During normal operation, the sensor will keep the connection to the MQTT-broker open by sending periodic keepAlive messages interspersed with the actual sensor readings. If the sensor goes offline, the connection to the broker will time out, due to the lack of keepAlives.
This is where LWT comes in: If no LWT is specified, the broker doesn't care and just closes the connection.

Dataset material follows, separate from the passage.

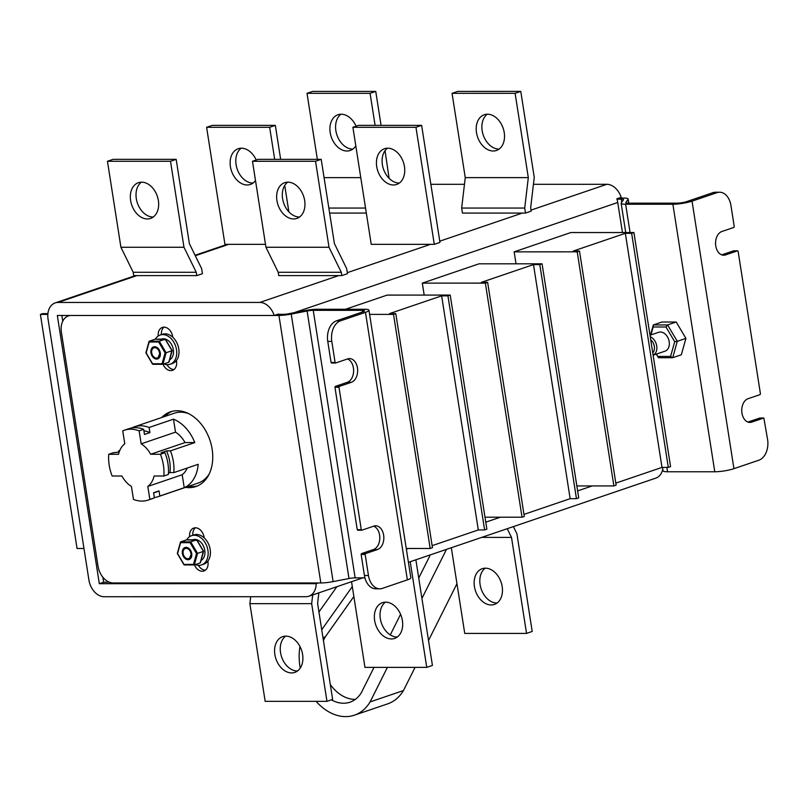 <?xml version="1.0" encoding="UTF-8"?>
<svg xmlns="http://www.w3.org/2000/svg" width="808" height="808" viewBox="0 0 808 808"><rect width="100%" height="100%" fill="white"/><g stroke="black" fill="none" stroke-linecap="round" stroke-linejoin="round"><path stroke-width="1.21" d="M255.5 180.558A18.877 13.514 71.2 0 1 250.369 184.456A18.877 13.514 71.2 0 1 230.411 166.589A18.877 13.514 71.2 0 1 238.198 148.722A18.877 13.514 71.2 0 1 256.207 160.004M253.056 183.052A18.877 13.514 71.2 0 1 236.088 164.66A18.877 13.514 71.2 0 1 241.188 148.197M265.489 244.339L224.937 244.339L206.606 127.3L212.272 125.371L275.336 125.371L280.649 159.338M284.739 185.426L288.87 211.827M206.606 127.3L269.66 127.3L274.68 159.338M275.336 125.371L269.66 127.3M374.649 620.554A18.877 13.514 71.2 0 1 382.436 602.687A18.877 13.514 71.2 0 1 402.394 620.554A18.877 13.514 71.2 0 1 394.607 638.421A18.877 13.514 71.2 0 1 374.649 620.554M397.294 637.017A18.877 13.514 71.2 0 1 380.316 618.625A18.877 13.514 71.2 0 1 385.426 602.162M415.878 559.803L432.421 665.438L426.755 667.368L364.953 667.368L351.541 581.71M410.212 561.732L426.755 667.368M376.71 166.589A18.877 13.514 71.2 0 1 384.497 148.712A18.877 13.514 71.2 0 1 404.454 166.589A18.877 13.514 71.2 0 1 396.667 184.456A18.877 13.514 71.2 0 1 376.71 166.589M399.344 183.042A18.877 13.514 71.2 0 1 382.376 164.66A18.877 13.514 71.2 0 1 387.486 148.197M352.894 127.29L358.57 125.361L421.625 125.361L439.956 242.41L434.28 244.339L371.226 244.339L352.894 127.29L415.958 127.29L434.28 244.339M421.625 125.361L415.958 127.29M652.763 352.934A8.242 5.898 -108.8 0 0 654.329 346.349A8.242 5.898 -108.8 0 0 650.703 339.754M650.228 336.734A9.948 7.131 71.2 0 1 656.722 345.955A9.948 7.131 71.2 0 1 653.116 355.187M653.116 355.207L665.095 351.137A9.948 7.131 -108.8 0 0 669.196 341.713A9.948 7.131 -108.8 0 0 658.672 332.29L649.996 335.249M650.49 335.078L653.319 324.937L661.934 322.008L676.205 322.008L667.59 324.937L677.286 341.329L685.911 338.39L676.205 322.008M656.399 354.096L657.783 356.429L670.6 356.429L674.7 341.713L677.286 341.329L672.721 357.712L658.449 357.712L656.318 354.116M670.6 356.429L672.721 357.712L681.336 354.783L685.911 338.39M653.177 326.998L653.319 324.937L667.59 324.937L665.984 326.998L653.177 326.998L650.965 334.916M674.7 341.713L665.984 326.998M657.783 356.429L658.449 357.712M83.982 548.491L77.053 548.491L40.4 314.403L47.844 314.403M47.914 313.625L42.672 313.625L40.4 314.403M432.129 545.663L478.306 529.947L441.643 295.859L389.486 313.615L395.789 313.615L432.452 547.703L430.179 548.481L406.252 548.481M395.789 313.615L393.526 314.393L430.179 548.481M441.643 295.859L447.945 295.859L450.218 295.082L486.87 529.169L484.608 529.947L447.945 295.859M345.561 309.252L387.163 295.092L450.218 295.082M369.599 314.393L393.526 314.393M478.306 529.947L484.608 529.947M615.827 483.123L661.994 467.408L625.341 233.32L573.175 251.076L579.487 251.076L616.14 485.164L613.878 485.931L576.851 485.941M579.487 251.076L577.215 251.844L613.878 485.931M625.341 233.32L631.644 233.32L633.916 232.542L670.569 466.63L668.307 467.408L631.644 233.32M516.029 263.812L514.161 251.854L570.852 232.542L633.916 232.542M514.161 251.854L577.215 251.844M661.994 467.408L668.307 467.408M524.291 516.433L522.029 517.211L485.002 517.211L522.029 517.211L485.366 283.113L522.029 517.211L524.291 516.433L487.638 282.346L485.366 283.113L422.311 283.123L485.366 283.113L487.638 282.346L524.291 516.433M481.336 282.346L487.638 282.346L481.336 282.346L533.492 264.59L539.795 264.59L542.067 263.812L578.72 497.9L576.457 498.677L539.795 264.59L533.492 264.59L481.336 282.346M479.003 263.812L542.067 263.812L539.795 264.59L576.457 498.677L570.145 498.677L533.492 264.59L570.145 498.677L576.457 498.677L578.72 497.9L542.067 263.812L479.003 263.812L422.311 283.123L424.19 295.082L422.311 283.123L479.003 263.812M523.978 514.393L570.145 498.677L523.978 514.393M291.617 672.923A18.877 13.514 -108.8 0 0 294.819 672.397A18.877 13.514 -108.8 0 0 302.172 652.329A18.877 13.514 -108.8 0 0 285.86 636.138A18.877 13.514 -108.8 0 0 282.649 636.654A18.877 13.514 -108.8 0 0 275.306 656.722A18.877 13.514 -108.8 0 0 291.617 672.923M297.506 670.983A18.877 13.514 71.2 0 1 297.283 670.994A18.877 13.514 71.2 0 1 281.568 656.813A18.877 13.514 71.2 0 1 285.638 636.138M485.426 568.186A18.877 13.514 71.2 0 1 501.738 584.386A18.877 13.514 71.2 0 1 494.395 604.445A18.877 13.514 71.2 0 1 491.183 604.97A18.877 13.514 71.2 0 1 474.872 588.769A18.877 13.514 71.2 0 1 482.224 568.711A18.877 13.514 71.2 0 1 485.426 568.186M485.204 568.186A18.877 13.514 -108.8 0 0 481.134 588.86A18.877 13.514 -108.8 0 0 496.859 603.041A18.877 13.514 -108.8 0 0 497.071 603.041M147.379 218.958A18.877 13.514 -108.8 0 0 150.581 218.433A18.877 13.514 -108.8 0 0 157.934 198.374A18.877 13.514 -108.8 0 0 141.622 182.174A18.877 13.514 -108.8 0 0 138.421 182.699A18.877 13.514 -108.8 0 0 131.068 202.757A18.877 13.514 -108.8 0 0 147.379 218.958M141.4 182.174A18.877 13.514 -108.8 0 0 137.33 202.848A18.877 13.514 -108.8 0 0 153.055 217.029A18.877 13.514 -108.8 0 0 153.268 217.029M356.076 126.21A18.877 13.514 -108.8 0 0 341.188 114.221A18.877 13.514 -108.8 0 0 337.986 114.746A18.877 13.514 -108.8 0 0 330.644 134.815A18.877 13.514 -108.8 0 0 346.955 151.015A18.877 13.514 -108.8 0 0 350.157 150.49A18.877 13.514 -108.8 0 0 355.803 145.814M352.833 149.076A18.877 13.514 71.2 0 1 352.621 149.076A18.877 13.514 71.2 0 1 336.896 134.906A18.877 13.514 71.2 0 1 340.976 114.231M293.678 218.948A18.877 13.514 -108.8 0 0 296.879 218.433A18.877 13.514 -108.8 0 0 304.222 198.364A18.877 13.514 -108.8 0 0 287.911 182.164A18.877 13.514 -108.8 0 0 284.709 182.689A18.877 13.514 -108.8 0 0 277.366 202.757A18.877 13.514 -108.8 0 0 293.678 218.948M299.566 217.019A18.877 13.514 71.2 0 1 299.344 217.019A18.877 13.514 71.2 0 1 283.618 202.848A18.877 13.514 71.2 0 1 287.699 182.174M487.487 114.221A18.877 13.514 71.2 0 1 503.798 130.421A18.877 13.514 71.2 0 1 496.445 150.48A18.877 13.514 71.2 0 1 493.244 151.005A18.877 13.514 71.2 0 1 476.932 134.805A18.877 13.514 71.2 0 1 484.285 114.746A18.877 13.514 71.2 0 1 487.487 114.221M487.264 114.221A18.877 13.514 -108.8 0 0 483.194 134.896A18.877 13.514 -108.8 0 0 498.91 149.076A18.877 13.514 -108.8 0 0 499.132 149.076M621.746 202.222L621.261 199.152A6.868 1.131 171.1 0 1 623.513 199.627A6.868 1.131 171.1 0 1 623.453 199.818L621.271 202.899A13.726 2.272 -8.9 0 0 621.15 203.283A13.726 2.272 -8.9 0 0 625.645 204.242L672.882 204.242A13.726 2.272 -8.9 0 0 692.042 201.152L733.937 468.68L758.884 460.186A17.16 11.635 90 0 0 767.6 439.603L763.843 418.009L751.723 422.119A12.009 8.151 -90 0 1 749.895 422.422A12.009 8.151 -90 0 1 741.956 413.12A12.009 8.151 -90 0 1 748.057 398.708L760.075 394.617L760.429 393.789L738.118 251.339L737.563 250.823L725.544 254.914A12.009 8.151 -90 0 1 723.705 255.217A12.009 8.151 -90 0 1 715.767 245.905A12.009 8.151 -90 0 1 721.877 231.502L733.896 227.412L734.24 226.583L730.947 205.515A17.16 11.635 90 0 0 719.605 192.223A17.16 11.635 90 0 0 716.989 192.657L712.949 192.657A17.16 11.635 -90 0 1 715.565 192.223L719.605 192.223M209.201 473.953A36.895 26.422 71.2 0 1 198.192 483.043L158.166 496.668A36.895 26.422 -108.8 0 0 159.843 496.011L159.035 490.88L153.591 492.739L154.399 497.859L149.864 499.405L147.834 486.436A24.543 17.574 -108.8 0 0 154.065 476.013L163.842 476.013A36.895 26.422 -108.8 0 0 160.439 454.268L150.662 454.268A24.543 17.574 -108.8 0 0 141.158 443.844L139.127 430.876A36.895 26.422 -108.8 0 0 124.412 430.22A36.895 26.422 -108.8 0 0 122.735 430.876L124.765 443.844A24.543 17.574 -108.8 0 0 118.534 454.278L108.747 454.278A36.895 26.422 -108.8 0 0 109.181 465.145A36.895 26.422 -108.8 0 0 112.15 476.013L121.937 476.013A24.543 17.574 -108.8 0 0 131.431 486.436L133.472 499.405A36.895 26.422 -108.8 0 0 148.187 500.071A36.895 26.422 -108.8 0 0 149.864 499.405M159.843 496.011L184.224 487.709A36.895 26.422 -108.8 0 0 198.202 464.307L173.821 472.609A36.895 26.422 -108.8 0 0 173.397 461.742A36.895 26.422 -108.8 0 0 170.417 450.874L166.549 450.874L161.115 452.733L164.973 452.733L160.439 454.268M154.348 497.546A36.895 26.422 -108.8 0 0 158.166 496.668M119.16 452.046L113.282 452.733L108.747 454.278M154.813 347.703A5.323 3.808 -108.8 0 0 153.914 347.854A5.323 3.808 -108.8 0 0 151.843 353.51A5.323 3.808 -108.8 0 0 156.439 358.075A5.323 3.808 -108.8 0 0 157.338 357.924A5.323 3.808 -108.8 0 0 159.408 352.268A5.323 3.808 -108.8 0 0 154.813 347.703M169.619 359.823A11.15 7.989 -108.8 0 0 172.912 347.713A11.15 7.989 -108.8 0 0 163.448 338.774A11.15 7.989 -108.8 0 0 161.56 339.087L161.307 339.168M163.862 363.943A15.443 11.059 -108.8 0 0 170.124 364.267A15.443 11.059 -108.8 0 0 176.498 349.642A15.443 11.059 -108.8 0 0 160.176 335.027A15.443 11.059 -108.8 0 0 155.358 339.168M170.124 364.267L172.397 363.489A15.443 11.059 -108.8 0 0 176.427 360.519A15.443 11.059 -108.8 0 0 178.77 348.874A15.443 11.059 -108.8 0 0 172.781 337.229L172.7 336.663A9.777 6.999 -108.8 0 0 162.357 327.412A9.777 6.999 -108.8 0 0 158.237 335.997M185.517 487.355A39.471 28.26 -108.8 0 0 195.849 486.557A39.471 28.26 -108.8 0 0 212.14 449.197A39.471 28.26 -108.8 0 0 170.407 411.838A39.471 28.26 -108.8 0 0 161.731 417.504M172.023 411.363A39.471 28.26 -108.8 0 0 164.913 416.423M186.234 548.349A5.323 3.808 -108.8 0 0 185.335 548.501A5.323 3.808 -108.8 0 0 183.264 554.157A5.323 3.808 -108.8 0 0 187.86 558.722A5.323 3.808 -108.8 0 0 188.759 558.57A5.323 3.808 -108.8 0 0 190.829 552.914A5.323 3.808 -108.8 0 0 186.234 548.349M201.041 560.469A11.15 7.989 -108.8 0 0 204.333 548.359A11.15 7.989 -108.8 0 0 194.869 539.421A11.15 7.989 -108.8 0 0 192.981 539.734L192.728 539.815M195.284 564.59A15.443 11.059 -108.8 0 0 201.546 564.913A15.443 11.059 -108.8 0 0 207.919 550.288A15.443 11.059 -108.8 0 0 191.597 535.674A15.443 11.059 -108.8 0 0 186.779 539.815M201.546 564.913L203.818 564.146A15.443 11.059 -108.8 0 0 207.848 561.166A15.443 11.059 -108.8 0 0 210.191 549.521A15.443 11.059 -108.8 0 0 204.202 537.875A15.443 11.059 -108.8 0 0 193.859 534.896L191.597 535.674M277.518 314.352L278.609 314.352A17.16 12.292 -108.8 0 0 278.497 314.009L274.195 315.484A17.16 12.292 -108.8 0 0 259.843 302.434L58.065 302.445A17.16 12.292 -108.8 0 0 55.146 302.919A17.16 12.292 -108.8 0 0 48.066 319.17L88.91 580.003A17.16 12.292 -108.8 0 0 104.141 596.728L305.929 596.718A17.16 12.292 -108.8 0 0 308.838 596.243A17.16 12.292 -108.8 0 0 316.191 583.679L318.301 582.962M522.352 213.07L462.439 213.07L461.661 208.05L465.256 177.619L452.056 93.324L457.722 91.395L520.776 91.385L534.25 177.376L530.654 207.808L531.169 211.13L525.503 213.07L522.352 213.07L439.764 241.188M430.856 184.305L464.459 184.305M533.432 184.305L606.828 184.305A17.16 12.292 71.2 0 1 621.17 197.344L616.857 198.808A17.16 12.292 71.2 0 1 616.969 199.152A17.16 12.292 71.2 0 1 617.746 202.495L622.453 232.542M329.624 213.07L366.327 213.07M196.778 275.609L196.253 272.286L133.199 272.286L133.714 275.609L196.778 275.609L202.444 273.68L201.657 268.67L189.375 243.642L176.174 159.338L170.508 161.267L183.972 247.258L120.917 247.268L107.454 161.277L170.508 161.267M338.653 275.609L278.75 275.609L278.225 272.286L265.953 247.258L252.48 161.267L258.156 159.338L321.21 159.338L334.411 243.632L346.693 268.66L347.48 273.68L341.804 275.609L338.653 275.609L259.843 302.434M278.609 314.352L282.901 314.352A6.868 1.131 171.1 0 0 289.052 313.676L304.919 310.595A13.726 2.272 -8.9 0 1 317.221 309.252L364.448 309.252A13.726 2.272 -8.9 0 1 368.943 310.211A13.726 2.272 -8.9 0 1 365.469 312.343L340.522 320.826A17.16 11.635 90 0 0 331.805 341.41L327.765 341.41A17.16 11.635 -90 0 1 336.492 320.826L362.792 311.878A6.868 1.131 171.1 0 0 364.529 310.817A6.868 1.131 171.1 0 0 362.287 310.333L313.241 310.333L355.136 577.861L364.923 577.861M194.092 564.913L184.012 564.408L193.486 564.408L196.516 553.53L190.082 542.663L190.718 541.845L180.669 541.845L180.608 542.663L180.669 541.845L186.567 539.835L196.879 540.35M196.516 553.53L197.546 553.379L194.334 564.913L193.486 564.408L194.334 564.913L200.233 562.913L203.313 551.218M197.546 553.379L203.444 551.369L196.617 539.835L190.718 541.845L197.546 553.379M184.285 564.923L184.012 564.408L184.285 564.923M180.507 542.431L177.457 553.379L184.012 564.408M200.283 562.085L200.233 562.913L200.283 562.085M361.641 530.2L357.247 529.684L361.287 529.684L338.976 387.224L334.946 387.224L335.29 386.406L339.33 386.406L338.976 387.224M357.247 529.684L334.946 387.224M364.428 575.498L368.458 575.498A17.16 11.635 90 0 0 379.8 588.8L375.76 588.8A17.16 11.635 -90 0 1 364.428 575.498L361.125 554.429L361.479 553.611L365.509 553.611L365.166 554.429L361.125 554.429M368.458 575.498L365.166 554.429M335.451 362.994L331.068 362.479L335.108 362.479L331.805 341.41M331.068 362.479L327.765 341.41M373.67 526.17A12.009 8.151 -90 0 1 379.81 537.946A12.009 8.151 -90 0 1 373.498 549.521L361.479 553.611M347.49 358.964A12.009 8.151 -90 0 1 353.621 370.741A12.009 8.151 -90 0 1 347.309 382.315L335.29 386.406M335.108 362.479L335.663 362.994L347.682 358.904A12.009 8.151 -90 0 1 349.511 358.59A12.009 8.151 -90 0 1 357.611 369.246A12.009 8.151 -90 0 1 351.349 382.315L339.33 386.406M361.287 529.684L361.843 530.2L373.862 526.109A12.009 8.151 -90 0 1 375.7 525.796A12.009 8.151 -90 0 1 383.79 536.451A12.009 8.151 -90 0 1 377.528 549.521L365.509 553.611M379.8 588.8A17.16 11.635 90 0 0 382.416 588.365L407.363 579.871L365.469 312.343M278.932 315.433A13.726 2.272 -8.9 0 0 291.223 314.08L333.118 581.609A13.726 2.272 171.1 0 1 320.826 582.962L278.932 315.433L274.346 315.433M355.136 577.861A6.868 1.131 -8.9 0 0 348.995 578.538L307.101 311.009L291.223 314.08M307.101 311.009A6.868 1.131 171.1 0 1 313.241 310.333M333.118 581.609L348.995 578.538M70.397 315.484A17.16 12.292 -108.8 0 0 68.468 315.908A17.16 12.292 -108.8 0 0 61.388 332.159L98.041 566.246A17.16 12.292 -108.8 0 0 113.272 582.962L320.826 582.962M368.943 310.211L410.838 577.74A13.726 2.272 171.1 0 1 407.363 579.871M163.034 364.226A9.777 6.999 -108.8 0 0 172.488 370.337A9.777 6.999 -108.8 0 0 176.518 361.075L176.427 360.519M204.202 537.875L204.121 537.31A9.777 6.999 -108.8 0 0 193.779 528.058A9.777 6.999 -108.8 0 0 189.648 536.643M194.455 564.873A9.777 6.999 -108.8 0 0 203.899 570.983A9.777 6.999 -108.8 0 0 207.939 561.722L207.848 561.166M164.034 327.139A9.777 6.999 -108.8 0 0 161.378 334.613M166.973 364.681A9.777 6.999 -108.8 0 0 173.983 369.529M188.688 486.275A39.471 28.26 -108.8 0 0 197.415 485.951M198.394 565.327A9.777 6.999 -108.8 0 0 205.404 570.175M195.455 527.786A9.777 6.999 -108.8 0 0 192.799 535.26M172.781 337.229A15.443 11.059 -108.8 0 0 162.438 334.249L160.176 335.027M162.671 364.267L152.591 363.762L162.065 363.762L165.095 352.884L158.661 342.016L159.297 341.198L149.248 341.198L149.187 342.016L149.248 341.198L155.146 339.188L165.458 339.703M165.095 352.884L166.125 352.732L162.913 364.267L162.065 363.762L162.913 364.267L168.811 362.267L171.892 350.571M166.125 352.732L172.023 350.723L165.196 339.188L159.297 341.198L166.125 352.732M152.863 364.267L152.591 363.762L152.863 364.267M149.086 341.784L146.036 352.732L152.591 363.762M168.862 361.439L168.811 362.267L168.862 361.439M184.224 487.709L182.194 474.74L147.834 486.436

In our case however, the broker will execute the sensor's last will and publish the LWT-message '/node/gone-offline: :id'. The message will then be consumed to my emergency-subscriber and I will be notified of the sensor's ID via SMS so that I can check up on what's going on.
In short:
Instead of just closing the connection after a client has gone offline, LWT messages can be leveraged to define a message to be published by the broker on behalf of the client, since the client is offline and cannot publish anymore.
Just because a device is not publishing does not mean it is not online or there is a network problem.
Take for example a sensor that monitors a value that only changes very infrequently, good design says that the sensor should only publish the changes to help reduce bandwidth usage as periodically publishing the same value is wasteful. If the value is published as a retained value then any new subscriber will always get the current value without having to wait for the sensor value to change and it publish again.
In this case the LWT is used to published when the sensor fails (or there is a network problem) so we know of the problem as soon at the client keep alive times out.
A in-depth article about Last-Will-and-Testament messages is available in the MQTT Essentials Blog Post series: http://www.hivemq.com/mqtt-essentials-part-9-last-will-and-testament/.
To summarize the blog post:
The Last Will and Testament feature is used in MQTT to notify other clients about an ungracefully disconnected client.
MQTT is often used in scenarios were unreliable networks are very common. Therefore it is assumed that some clients will disconnect ungracefully from time to time, because they lost the connection, the battery is empty or any other imaginable case. It would be good to know if a connected client has disconnected gracefully (which means with a MQTT DISCONNECT message) or not, in order to take appropriate action.